Welcome to the Rice [http://icampus.mit.edu/projects/iGem.shtml International Genetically Engineered Machine (iGEM)] Team Wiki. We are participating in the iGEM Competition for the first time so we are in the process of building our team. Currently, we are developing a 'quorumtaxis' system, which integrates the quorum-sensing and chemotaxis systems. Bacteria engineered with this quorumtaxis system will be able to move towards high concentrations of quorum pheromone. The Rice iGEM Team is divided into three groups: Experimental, Theory, and Modeling. Explore our website or contact us, as we will be constantly updating with the latest developments in the project.


Undergraduate Students

Chris Conner - Junior, Biochemistry and Computational & Applied Mathematics
Dario Prieto - Junior, Chemical & Biomolecular Engineering
Miinkay Yu - Junior, Chemical & Biomolecular Engineering
Tina Chen - Senior, Kinesiology
Thomas Segall-Shapiro - Freshman
Teresa Monkkonen - Senior, Biochemistry
Mary Kay Thompson - Senior, Biochemistry
Shan Gao - Senior, Biochemistry
Jeremy Thompson - Senior, Biochemistry
Leah McKay - Senior, Biochemistry

Graduate Students

Bibhash Mukhopadhyay - Molecular & Cell Biology, Baylor College of Medicine
Christie Peebles - Bioengineering
Irene Martinez - Bioengineering
Jay Raol - Computational & Applied Mathematics
Peter Nguyen - Biochemistry & Cell Biology

Advisors

Beth Beason - Biochemistry & Cell Biology
George Bennett - Biochemistry & Cell Biology
Jonthan Silberg - Biochemistry & Cell Biology
Ka-Yiu San - Bioengineering
Ken Cox - Chemical & Biomolecular Engineering
Steve Cox - Computational & Applied Mathematics


PROJECT PROPOSAL

Quorumtaxis -- The integration of quorum-sensing and chemotaxis pathways, to produce an E. coli strain which is capable of detection and movement towards concentrations of the B. subtilis quorum phermone, ComX. Upon successful quorumtaxis towards the target, the E. coli will produce a signaling response (e.g., GFP production) or a kill response (e.g., the expression of gram-positive lethal proteins). A detailed proposal outline is provided in the link below.

Seek-and-Destroy E. coli

EXPERIMENTAL GROUP

Welcome! The Rice iGEM E-group is tasked with the construction of a wholly novel phenotype -- 'quorumtaxis'. More about the specifics of this project can be found in the 'Project Proposals' section of the Rice iGEM page. Currently, we have 6 undergraduate students working on this project, with two graduate students as advisors.

Project Breakdown

Experimental Work



MODELING GROUP

The mission of the modeling group is to help completely characterize "Quorumtaxis" for use as a biobrick. This means characterizing the transfer function, latency, etc. In our method, comX particles will act as an atractant that will effect the chemotaxtic pathway via the chimeric comP/MCP membrane protein. Therefore, in order to model this event, we will focu on modeling chemotaxis within bacteria. We have identified the following goals.

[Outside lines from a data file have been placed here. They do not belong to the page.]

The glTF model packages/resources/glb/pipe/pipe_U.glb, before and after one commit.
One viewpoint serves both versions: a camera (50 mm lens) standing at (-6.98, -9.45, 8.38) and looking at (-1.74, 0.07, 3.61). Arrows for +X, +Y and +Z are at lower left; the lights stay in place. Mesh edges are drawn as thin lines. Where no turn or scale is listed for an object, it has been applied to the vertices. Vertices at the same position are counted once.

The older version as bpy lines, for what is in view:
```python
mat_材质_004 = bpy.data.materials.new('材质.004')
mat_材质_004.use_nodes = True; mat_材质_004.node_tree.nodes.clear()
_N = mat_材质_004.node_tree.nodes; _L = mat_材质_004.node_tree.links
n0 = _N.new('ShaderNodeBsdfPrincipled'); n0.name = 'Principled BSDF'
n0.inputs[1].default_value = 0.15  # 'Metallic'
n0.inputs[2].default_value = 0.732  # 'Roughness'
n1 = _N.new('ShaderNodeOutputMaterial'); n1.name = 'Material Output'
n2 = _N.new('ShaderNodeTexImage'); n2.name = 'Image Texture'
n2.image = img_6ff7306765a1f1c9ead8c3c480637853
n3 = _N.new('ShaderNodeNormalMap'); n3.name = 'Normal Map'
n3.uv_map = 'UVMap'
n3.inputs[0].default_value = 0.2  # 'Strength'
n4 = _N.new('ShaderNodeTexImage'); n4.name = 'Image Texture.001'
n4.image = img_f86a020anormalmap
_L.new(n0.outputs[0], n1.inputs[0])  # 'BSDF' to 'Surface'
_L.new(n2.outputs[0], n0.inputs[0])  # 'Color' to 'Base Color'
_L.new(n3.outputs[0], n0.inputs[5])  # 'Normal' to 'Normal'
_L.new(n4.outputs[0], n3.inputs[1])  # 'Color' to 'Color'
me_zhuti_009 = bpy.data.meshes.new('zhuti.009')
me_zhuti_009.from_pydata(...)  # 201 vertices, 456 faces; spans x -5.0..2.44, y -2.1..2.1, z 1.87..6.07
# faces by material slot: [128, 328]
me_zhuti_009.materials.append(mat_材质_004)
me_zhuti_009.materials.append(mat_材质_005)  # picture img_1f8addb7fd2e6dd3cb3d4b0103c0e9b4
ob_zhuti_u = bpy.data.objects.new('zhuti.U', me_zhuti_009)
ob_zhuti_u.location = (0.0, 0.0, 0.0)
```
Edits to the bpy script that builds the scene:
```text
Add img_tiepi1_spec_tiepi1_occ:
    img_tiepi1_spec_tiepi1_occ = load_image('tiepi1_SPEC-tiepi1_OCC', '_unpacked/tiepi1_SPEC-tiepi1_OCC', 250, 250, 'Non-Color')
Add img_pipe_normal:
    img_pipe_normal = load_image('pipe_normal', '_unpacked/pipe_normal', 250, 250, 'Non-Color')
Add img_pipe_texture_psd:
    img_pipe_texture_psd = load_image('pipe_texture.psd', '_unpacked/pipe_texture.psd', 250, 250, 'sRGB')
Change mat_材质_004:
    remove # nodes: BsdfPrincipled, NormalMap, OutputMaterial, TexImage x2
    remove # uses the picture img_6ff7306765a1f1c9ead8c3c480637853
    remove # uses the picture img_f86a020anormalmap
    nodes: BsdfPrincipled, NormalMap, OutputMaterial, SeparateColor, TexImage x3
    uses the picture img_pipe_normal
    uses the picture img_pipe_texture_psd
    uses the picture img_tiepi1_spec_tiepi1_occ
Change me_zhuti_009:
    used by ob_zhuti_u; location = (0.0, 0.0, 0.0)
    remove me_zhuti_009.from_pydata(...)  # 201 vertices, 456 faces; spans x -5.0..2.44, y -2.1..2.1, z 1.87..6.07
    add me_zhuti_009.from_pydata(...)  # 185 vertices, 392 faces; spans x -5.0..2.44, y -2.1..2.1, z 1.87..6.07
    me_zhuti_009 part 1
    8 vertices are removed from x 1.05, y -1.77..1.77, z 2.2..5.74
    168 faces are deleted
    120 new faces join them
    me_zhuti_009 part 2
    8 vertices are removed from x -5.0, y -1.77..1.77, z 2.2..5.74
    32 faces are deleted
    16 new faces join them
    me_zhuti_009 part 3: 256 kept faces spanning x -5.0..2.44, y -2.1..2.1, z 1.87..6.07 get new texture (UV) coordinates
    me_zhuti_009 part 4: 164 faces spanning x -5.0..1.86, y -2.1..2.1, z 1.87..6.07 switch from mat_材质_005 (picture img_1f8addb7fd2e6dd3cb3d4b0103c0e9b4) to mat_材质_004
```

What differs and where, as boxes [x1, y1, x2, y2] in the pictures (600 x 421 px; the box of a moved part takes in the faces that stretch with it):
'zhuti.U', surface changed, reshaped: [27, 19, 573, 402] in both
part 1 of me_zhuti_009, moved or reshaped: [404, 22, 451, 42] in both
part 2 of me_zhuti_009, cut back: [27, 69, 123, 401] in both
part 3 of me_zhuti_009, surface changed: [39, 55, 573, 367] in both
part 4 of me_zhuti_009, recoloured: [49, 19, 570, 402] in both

  1. Model the response of a single bacterium to stimulus
  2. Model the phenotypic response of a bacterial colony
  3. Understand the effect of a comP/MCP chimeric protein on the chemotaxtic pathway
  4. Develop a theoretical framework of integrating the kill response in a single bacterium
  5. Simulate the kill behavior for a bacterial colony

Chemotaxis in bacteria is mediated by periods of long runs with tumbling. When E. coli senses a stimulant, it will change the ratio of tumbling and long-runs in response. This behavior is mediated through the chemotaxis pathway. Meythl-accepting Chemotaxis Proteins (MCP) are membrane bound proteins which bind to ligands in the periplasm. This event sets off a chain reaction of phosphorylation and meythlation reactions which result in a change of the CheY-P to CheY concentration. In turn, the ratio of CheY-P and CheY control the long-run to tumble response of a bacteria. The phosphorylation pathway mediates a quick response to stimulus that results in a long-run being favored. However, a set of slower meythlation reactions then mediate an adaptive response to desensitize the bacteria in the absense of an increasing stimulus gradient. The two figures below expalain this idea in greater detail.

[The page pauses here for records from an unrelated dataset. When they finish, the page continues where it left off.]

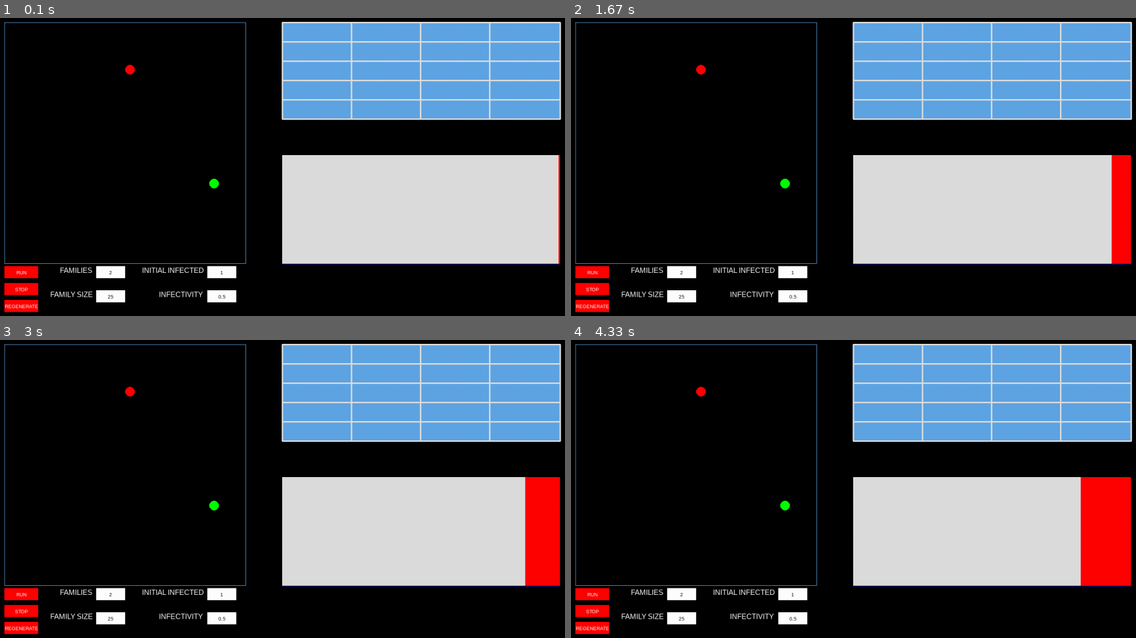
Above: before the commit, frames 1-4 (two rows, left to right).
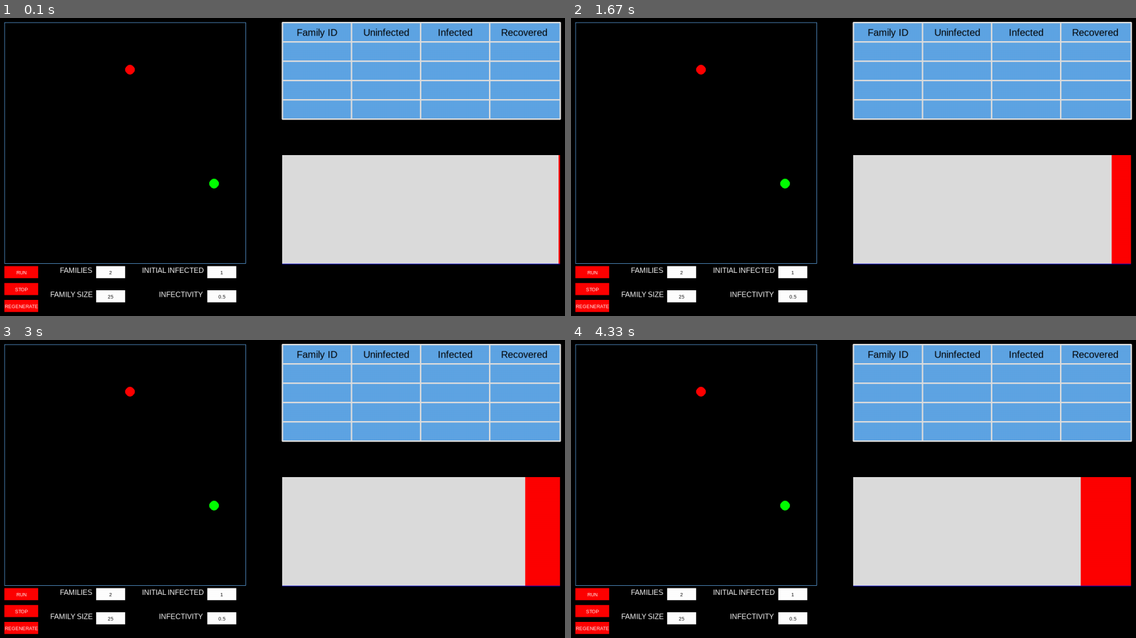
Above: after the commit, the same moments.

Repository: linyirun/EpidemicSimulator
Game: pygame game, started from main.py
Same seed, same stepped clock (60 frames per second), same inputs: the game is played once before the commit and once after it.
Inputs (mouse positions are in pixels of both pictures, inside the frame that each line leads up to):
- Up to frame 1 (0.1 s): no input
- Up to frame 2 (1.67 s): click "RUN" at 0.4 s; click (859, 184) at 0.73 s; click "1" at 1.07 s; click (1062, 274) at 1.4 s
- Up to frame 3 (3 s): click "25" at 2.23 s; click (265, 435) at 2.57 s
- Up to frame 4 (4.33 s): click "2" at 3.4 s; click (1034, 480) at 3.73 s

The runs differ from the first frame. In frame 1, 0.4% of the frame differs, in the area x 52-97%, y 3-7%; in frame 2, 0.4%; in frame 3, 0.4%; in frame 4, 0.4%.

Commit message:
made header

Diff:
--- a/main.py
+++ b/main.py
@@ -239,12 +239,12 @@
     [family id, # uninfected, # infected, # recovered]
     - num_families: the number of families in the current simulation
     - graph: the simulation graph
-    - current_row: the index of the first row that we are displaying
+    - current_top_row: the index of the first row that we are displaying
     """
     data_table: list[list[int, int, int, int]]
     num_families: int
     graph: Graph
-    current_row: int
+    current_top_row: int
 
     pos_x: int = 600
     pos_y: int = 25
@@ -255,15 +255,13 @@
         # TODO: add graph into this class
         """Initializes the stats table"""
         self.num_families = num_families
+        self.current_top_row = 0
         # self.graph = g
 
         # Initialize the data table with num_families rows with 4 elements each row
         self.data_table = []
         for _ in range(num_families):
             self.data_table.append([0, 0, 0, 0])
-
-        # Calculate the initial values for each family:
-        # for family_id in self.graph.
 
     def update(self) -> None:
         """Updates self by:
@@ -272,7 +270,18 @@
         # Drawing the table background
         stats.fill(SKY_BLUE)
         screen.blit(stats, (self.pos_x, self.pos_y))
-
+        # Drawing header
+        self.draw_center_text('Family ID', 20, BLACK, 0, 0)
+        self.draw_center_text('Uninfected', 20, BLACK, 0, 1)
+        self.draw_center_text('Infected', 20, BLACK, 0, 2)
+        self.draw_center_text('Recovered', 20, BLACK, 0, 3)
+
+
+
+
+
+
+        # Drawing lines
         for i in range(0, 6):
             self.draw_line_in_table((self.pos_x, self.pos_y + STATS_H // 5 * i),
                                     (self.pos_x + STATS_W, self.pos_y + STATS_H // 5 * i))
@@ -285,11 +294,22 @@
         self.draw_line_in_table((self.pos_x + STATS_W, self.pos_y),
                                 (self.pos_x + STATS_W, self.pos_y + STATS_H))
 
+    def draw_center_text(self, text: str, font_size: int, font_color: tuple[int, int, int], row: int, col: int) -> None:
+        """Draws text in the center of a cell in the table"""
+        width_cell = STATS_W // 4
+        height_cell = STATS_H // 5
+        comic_sans = py.font.SysFont('arial', font_size)
+        text_render = comic_sans.render(text, True, font_color)
+        text_rect = text_render.get_rect(center=((width_cell / 2) + self.pos_x + col * width_cell,
+                                                 (height_cell / 2) + self.pos_y + row * height_cell))
+        screen.blit(text_render, text_rect)
+
     def draw_line_in_table(self, position: tuple[int, int], position2: tuple[int, int]) -> None:
         """Draws a line, starting from position to the end of the table
         """
         # end_position = (position[0] + STATS_W, position[1])
         py.draw.line(screen, self.line_color, position, position2, width=self.border_line_width)
+
 
 def draw_node(position: tuple[int, int], colour: tuple[int, int, int]) -> None:
     """Draws a node at the given position

A phospho-relay mediates the fast response to a stimulus.


A methyl-relay mediates a slower adapation response to a stimulus.


In order to model this system, we have used Spiro and Barakai as a basis from which to build our model. Spiro's model tries to model 12 different states between the MCP-CheW-CheA-CheZ complex which mediates different kinetic repsonse on the other protein in the pathway. The following matlab code describes the differential equations. [http://www.caam.rice.edu/~raol/model2.m]


Synthetic Biology Journal Club (Summer 2006)

26 June

  • B. Beason gave a "tour" of the Registry and iGEM Teaching Resources and talked about the team wiki.
  • B. Mukhopadhyay described the 2005 iGEM projects from Univ. Toronto and UC Berkeley.

19 June

  • I. Martinez and C. Peebles described the 2005 iGEM projects from Davidson and ETH Zurich.
  • T. Chen and P. Nguyen described the 2005 iGEM projects from Harvard and Univ. Texas.

12 June

  • J. Raol and D. Prieto described the 2005 iGEM projects from Caltech and Cambridge.

5 June

  • K.-Y. San presented Programmable cells: Interfacing natural and engineered gene networks (Kobayashi, H. et al., PNAS 101: 8414-8419, 2004).
  • P. Nguyen presented Environmentally controlled invasion of cancer cells by engineered bacteria (Anderson, J. C. et al., J. Mol. Biol. 355: 619-627, 2006).

30 May

  • J. Silberg presented Directed evolution of a genetic circuit (Yokobayashi, Y. et al., PNAS 99: 16587-16591, 2002) and Programmed population control by cell-cell communication and regulated killing (You, L. et al., Nature 428: 868-871, 2004).
  • S. Cox presented Construction of a genetic toggle switch in Escherichia coli (Gardner, T. et al., Nature 403: 339-342, 2000).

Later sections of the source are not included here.